This paper proposes novel computational multiscale methods for linear second-order elliptic partial differential equations in nondivergence-form with heterogeneous coefficients satisfying a Cordes condition. The construction follows the methodology of localized orthogonal decomposition (LOD) and provides operator-adapted coarse spaces by solving localized cell problems on a fine scale in the spirit of numerical homogenization. The degrees of freedom of the coarse spaces are related to nonconforming and mixed finite element methods for homogeneous problems.
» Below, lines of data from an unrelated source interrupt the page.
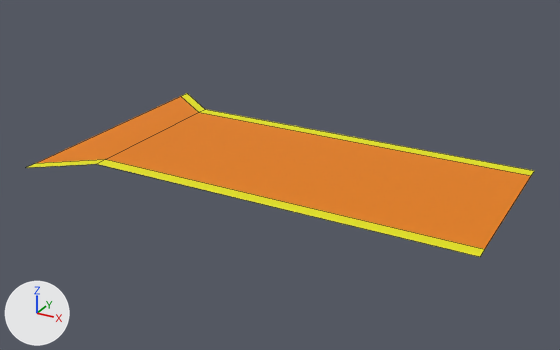
Before and after pictures for a commit that changed the FBX model Meshes exported/road/Mesh_road_reducing_smaller.fbx.
The view is the same before and after, from a camera (50 mm lens) standing at (12.29, -23.01, 10.92) and looking at (-0.19, -0.32, -0.43). Arrows for +X, +Y and +Z are at lower left; the lights stay in place. Mesh edges are drawn as thin lines. Objects named as collision shapes, trigger or cutter boxes, shadow casters or lower levels of detail are left out.

In view in the first picture: 'Mesh_road_reducing_smaller'.
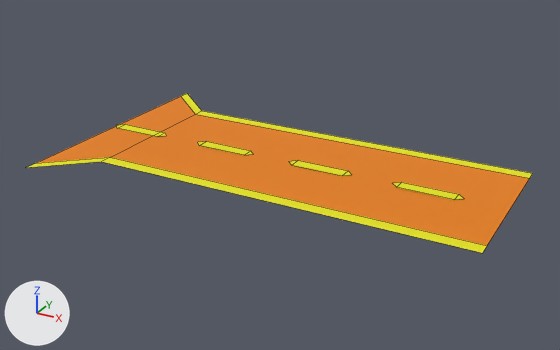
Diff of the bpy script that builds the scene:
```diff
--- a/Meshes exported/road/Mesh_road_reducing_smaller.fbx.py
+++ b/Meshes exported/road/Mesh_road_reducing_smaller.fbx.py
@@ me_plane_015 @@
 # used by ob_mesh_road_reducing_smaller; location = (-8.0, 0.0, 0.0)
-me_plane_015.from_pydata(...)  # 12 vertices, 6 faces; spans x 0.0..16.0, y -5.0..5.0, z 0.0
+me_plane_015.from_pydata(...)  # 36 vertices, 18 faces; spans x 0.0..16.0, y -5.0..5.0, z 0.0
+# me_plane_015 part 1
+# 8 vertices move from x 2.0..16.0, y -3.5..3.5, z 0.0 to x 2.0..16.0, y -3.2..3.2, z 0.0
+# 16 vertices are added at x 0.0..14.5, y -0.2..0.2, z 0.0
+# 8 new vertices lie (2.0, 0.0, 0.0) away from vertices in x 0.2..12.2, y -0.2..0.2, z 0.0
+# 12 new faces join them, mat_road_outer (yellow #e7e400)
 me_plane_015.materials.append(mat_road_inner)
```

Changed parts and their boxes [x1, y1, x2, y2] in the pictures (560 x 350 px):
'Mesh_road_reducing_smaller', reshaped
    before: [26, 93, 534, 257]
    after: [26, 93, 533, 253]

The rigorous error analysis of one exemplary approach shows that the favorable properties of the LOD methodology known from divergence-form PDEs, i.e., its applicability and accuracy beyond scale separation and periodicity, remain valid for problems in nondivergence-form.

翻译：本文针对满足Cordes条件的具有非均匀系数的线性二阶椭圆型偏微分方程（非散度形式），提出了新型计算多尺度方法。该方法沿用了局部正交分解（LOD）方法论，并通过在细尺度上求解局部化胞元问题，在数值均匀化框架下构建算子自适应粗空间。粗空间的自由度与齐次问题的非协调及混合有限元方法相关联。通过对一种典型方法的严格误差分析表明，LOD方法论在散度型偏微分方程中已知的优良特性（即超越尺度分离和周期性的适用性与精确性）在非散度形式问题中仍然成立。